I have been discussing the above issue with other Snr NCOs and thought I would put it out in this forum.  Are we actually loosing more people by keeping the deadwood by negatively influencing the good ones to get out because they feel they are getting the same treatment as those who perform poorly?

In Pet, we released people who were not performing and made sure that our paperwork was completed properly and all the related information could be easily obtained to prove the point.  In Kingston, when the subject was brought up, it is always said that "We can't do that right now because our numbers are too low."  We maintained our numbers but the number of people who could not deploy kept climbing.  We have soldiers now with Developing PERs who will be promoted to MCpl this year.  This situation eventually will hurt the Sig Op trade and other trades were it doesn't matter how you do, you will get promoted due to a lack of numbers.

What I would rather see is that we be short at the MCpl/Sgt level and work at getting the younger soldiers experienced to fill the role as MCpls.  Have the Cpls fill the role of a MCpl to prove that they can do the job and send them on a PLQ course to see if they can handle the leadership role.  Once they have proven themselves as reliable leaders, then promote them.


----------



## Sig_Des (25 Nov 2006)

This is a HUGE problem in the Comm Res.

You are constantly finding fresh young Masterjacks filling in the roles of Tp WOs, and people who are just not ready being sent on courses, such as PLQ, and then automatically getting their leafs.

I would rather see senior Cpls being given more leadership roles, and once having some experience, getting their leafs. Gives them a better background trade and experience-wise.


----------



## 211RadOp (27 Nov 2006)

I hate to say this, but I agree with you RadOp 



			
				Radop said:
			
		

> We have soldiers now with Developing PERs who will be promoted to MCpl this year.  This situation eventually will hurt the Sig Op trade and other trades were it doesn't matter how you do, you will get promoted due to a lack of numbers.



This is a trade problem, not a Regimental one, but we will see some of them here. A soldier who is developing at any rank should never be promoted. If a unit, even a pri 2, can not be filled by qualified pers, then, yes, put in your stronger pers at one rank level lower to allow them to gain the valuable training for promotion. To merely promote an individual to fill a position can only create problems.




			
				Radop said:
			
		

> ...  In Kingston, when the subject was brought up, it is always said that "We can't do that right now because our numbers are too low."  We maintained our numbers but the number of people who could not deploy kept climbing.



This is were we, as leadership, have to put things on paper. Use the PDR system. If they deserve verbal, written or any other type of warning, document it. I have and will continue to do so.


----------



## Radop (27 Nov 2006)

211RadOp said:
			
		

> This is were we, as leadership, have to put things on paper. Use the PDR system. If they deserve verbal, written or any other type of warning, document it.
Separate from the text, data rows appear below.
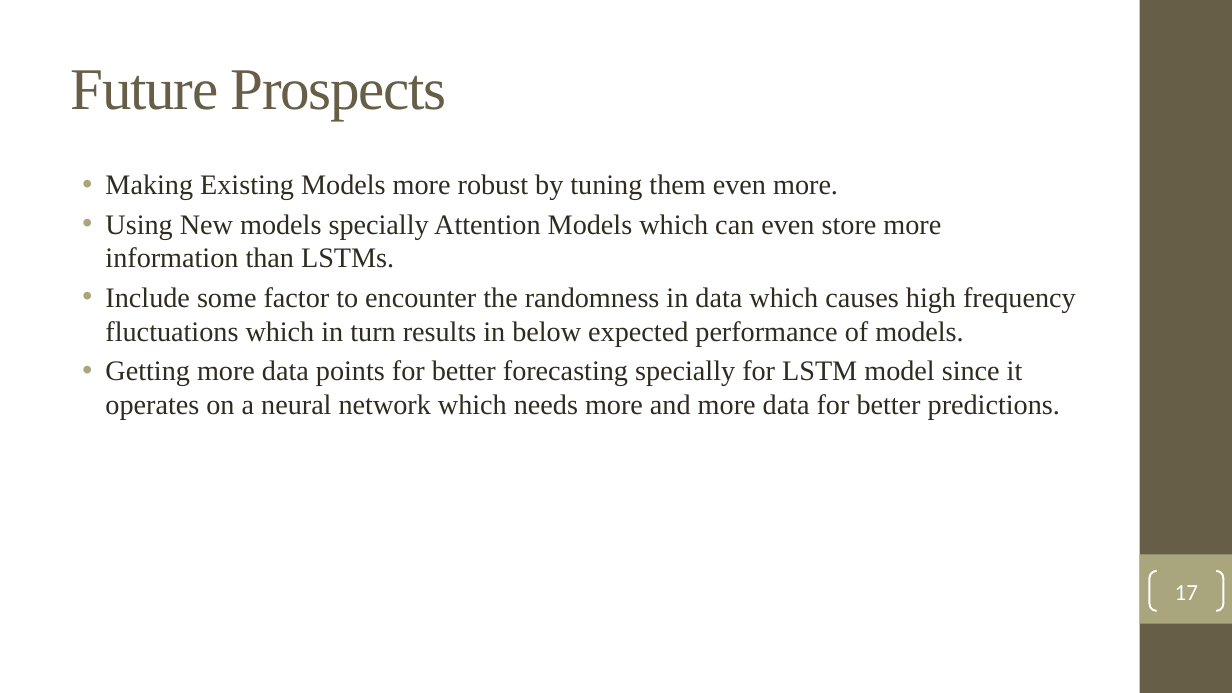
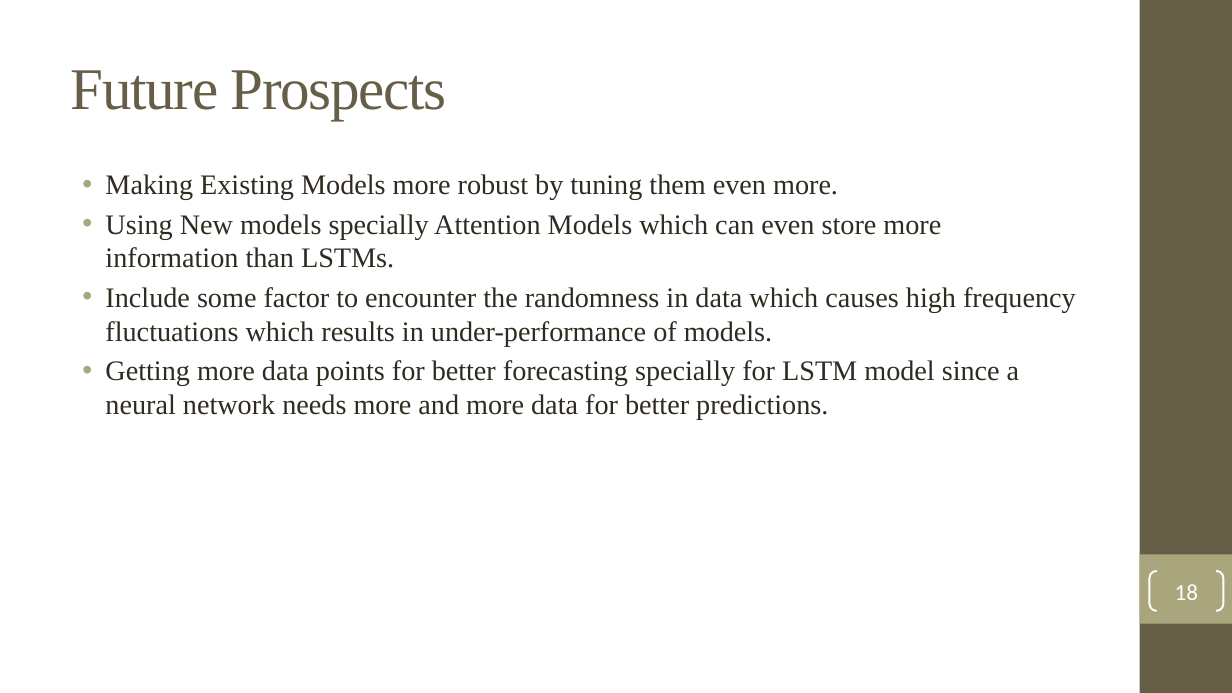
Before and after one commit to ForkedRepositories/Indian-Trade-Data-Analysis-and-Forecasting, a slide deck: slide 18 of Documents/Thesis/Indian Trade Analysis and Forecasting.pptx (slide 17 before the commit). Drawn at 1232x693 pixels with LibreOffice and Linux fonts; fonts in the diff are those of the drawing; background and template pictures are left out. Boxes give left, top, right and bottom in pixels: in the first picture for what was removed or moved away, otherwise in the second. Text is boxed around its words. In the diff, an @@ line names an element or a change of style, - is before the commit and + after.

Commit message:
grammar check, references, tech used, corrections

```diff
--- a/Documents/Thesis/Indian Trade Analysis and Forecasting.pptx
+++ b/Documents/Thesis/Indian Trade Analysis and Forecasting.pptx
@@ text at (x1=105, y1=287, x2=1076, y2=420): text changed @@
-• Include some factor to encounter the randomness in data which causes high frequency fluctuations which in turn results in below expected performance of models.
-• Getting more data points for better forecasting specially for LSTM model since it operates on a neural network which needs more and more data for better predictions.
+• Include some factor to encounter the randomness in data which causes high frequency fluctuations which results in under-performance of models.
+• Getting more data points for better forecasting specially for LSTM model since a neural network needs more and more data for better predictions.
@@ page number at (x1=1175, y1=584, x2=1198, y2=600): text changed @@
-17
+18
```
Also in this commit, not shown: 8 other slides changed, 2 slides added.
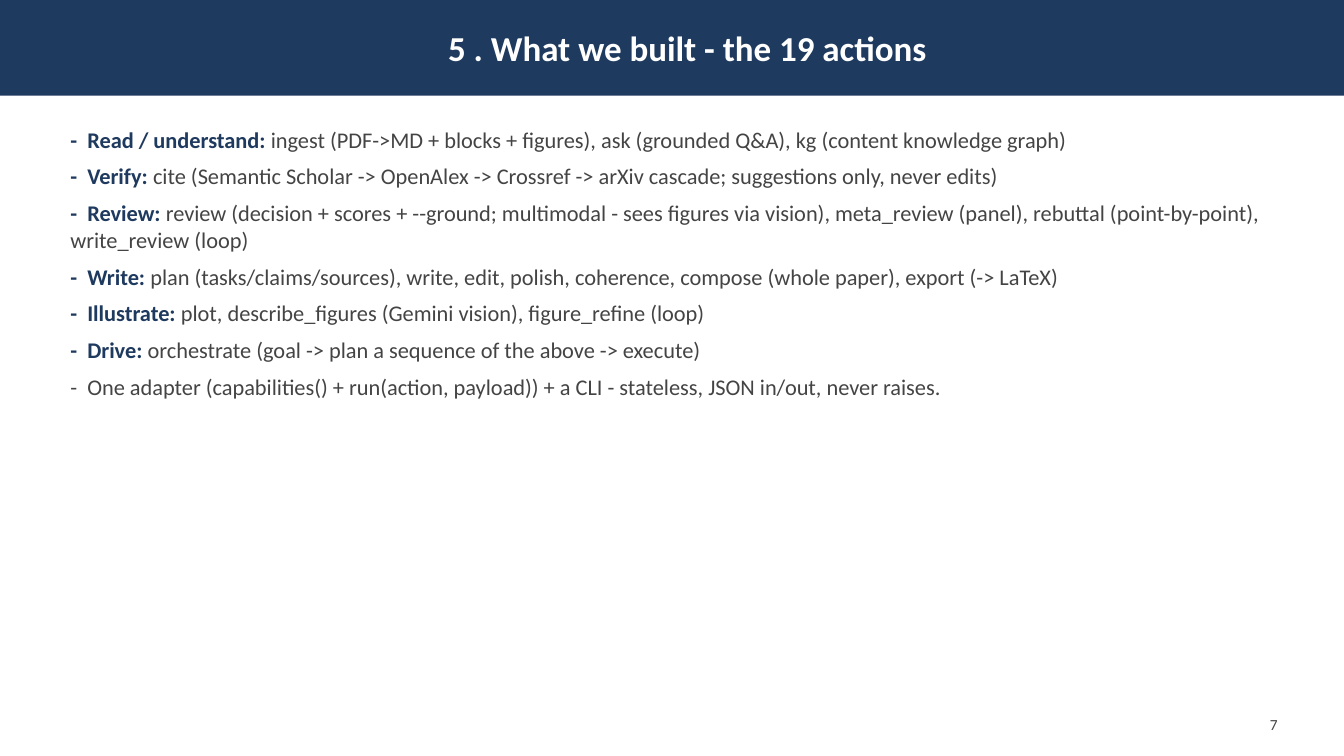
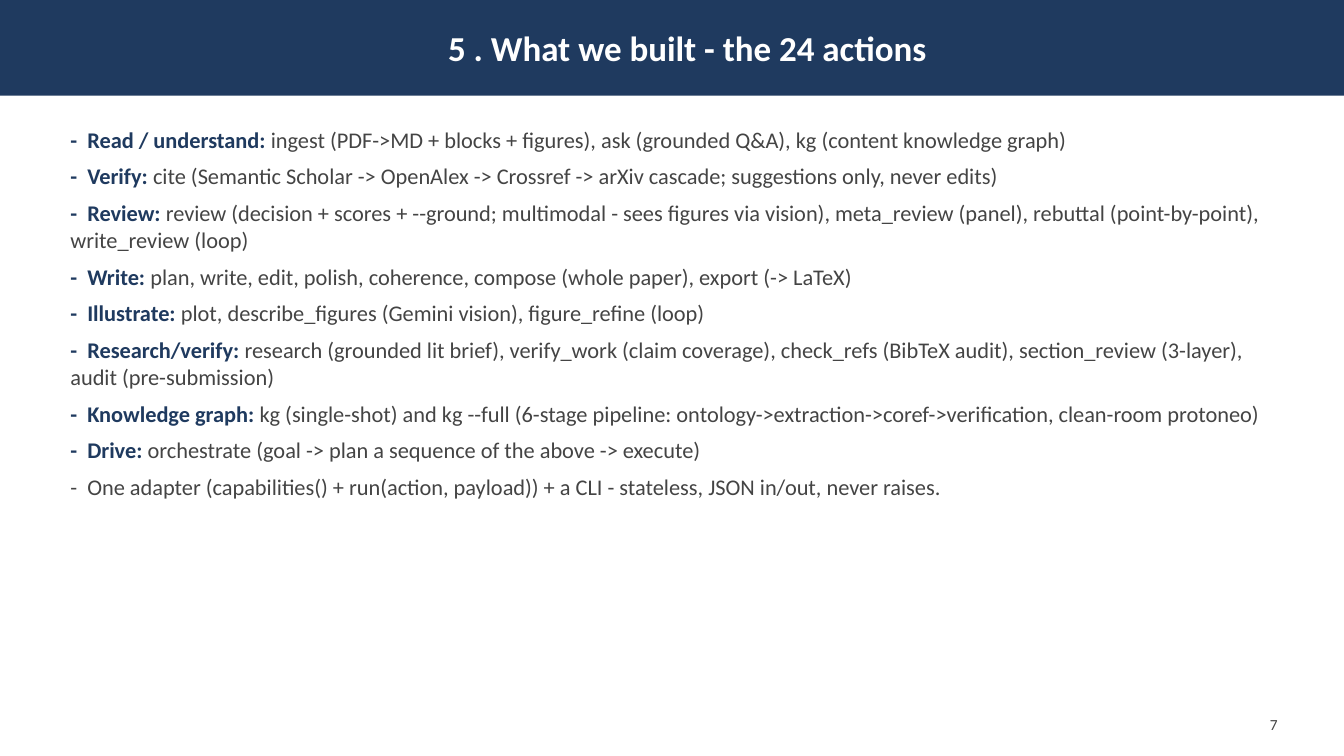
Before and after one commit to iowarp/clio-author, a slide deck: slide 8 of docs/AUTHOR.pptx. Drawn at 1344x756 pixels with LibreOffice and Linux fonts; fonts in the diff are those of the drawing. Boxes give left, top, right and bottom in pixels: in the first picture for what was removed or moved away, otherwise in the second. Text is boxed around its words. In the diff, an @@ line names an element or a change of style, - is before the commit and + after.

```diff
--- a/docs/AUTHOR.pptx
+++ b/docs/AUTHOR.pptx
@@ text in rectangle at (x1=448, y1=36, x2=926, y2=62): text changed @@
-5 . What we built - the 19 actions
+5 . What we built - the 24 actions
@@ text at (x1=87, y1=269, x2=851, y2=289): text changed @@
-- Write: plan (tasks/claims/sources), write, edit, polish, coherence, compose (whole paper), export (-> LaTeX)
+- Write: plan, write, edit, polish, coherence, compose (whole paper), export (-> LaTeX)
@@ text at (x1=70, y1=342, x2=1258, y2=426): paragraphs added @@
+- Research/verify: research (grounded lit brief), verify_work (claim coverage), check_refs (BibTeX audit), section_review (3-layer), audit (pre-submission)
+- Knowledge graph: kg (single-shot) and kg --full (6-stage pipeline: ontology->extraction->coref->verification, clean-room protoneo)
```
Also in this commit, not shown: 3 other slides changed, 6 other files.

I have and will continue to do so.



I am talking about the leaders (MCpls, Sgts) doing up the paperwork and officers saying that it cannot be done because of the numbers.  I would rather see us undermanned than keep the dead wood around.


----------



## MOOXE (28 Nov 2006)

Radop said:
			
		

> I have been discussing the above issue with other Snr NCOs and thought I would put it out in this forum.  Are we actually loosing more people by keeping the deadwood by negatively influencing the good ones to get out because they feel they are getting the same treatment as those who perform poorly?
> 
> In Pet, we released people who were not performing and made sure that our paperwork was completed properly and all the related information could be easily obtained to prove the point.  In Kingston, when the subject was brought up, it is always said that "We can't do that right now because our numbers are too low."  We maintained our numbers but the number of people who could not deploy kept climbing.  We have soldiers now with Developing PERs who will be promoted to MCpl this year.  This situation eventually will hurt the Sig Op trade and other trades were it doesn't matter how you do, you will get promoted due to a lack of numbers.
> 
> What I would rather see is that we be short at the MCpl/Sgt level and work at getting the younger soldiers experienced to fill the role as MCpls.  Have the Cpls fill the role of a MCpl to prove that they can do the job and send them on a PLQ course to see if they can handle the leadership role.  Once they have proven themselves as reliable leaders, then promote them.



As of December 06 there will be no more acting lacking promotions in our trade. To back up this claim all I can say is that it was passed down to me through my Sig O. I believe it always better to be top heavy than bottom heavy when the ranks get thinned out, like they have been. Reason being, you have room for expansion and all the leadership is there ready to take on the roll. All the promotions we've seen lately were needed to fill huge gaps, now that they are filled we can go back to what you said about sending Cpls on thier leadership training.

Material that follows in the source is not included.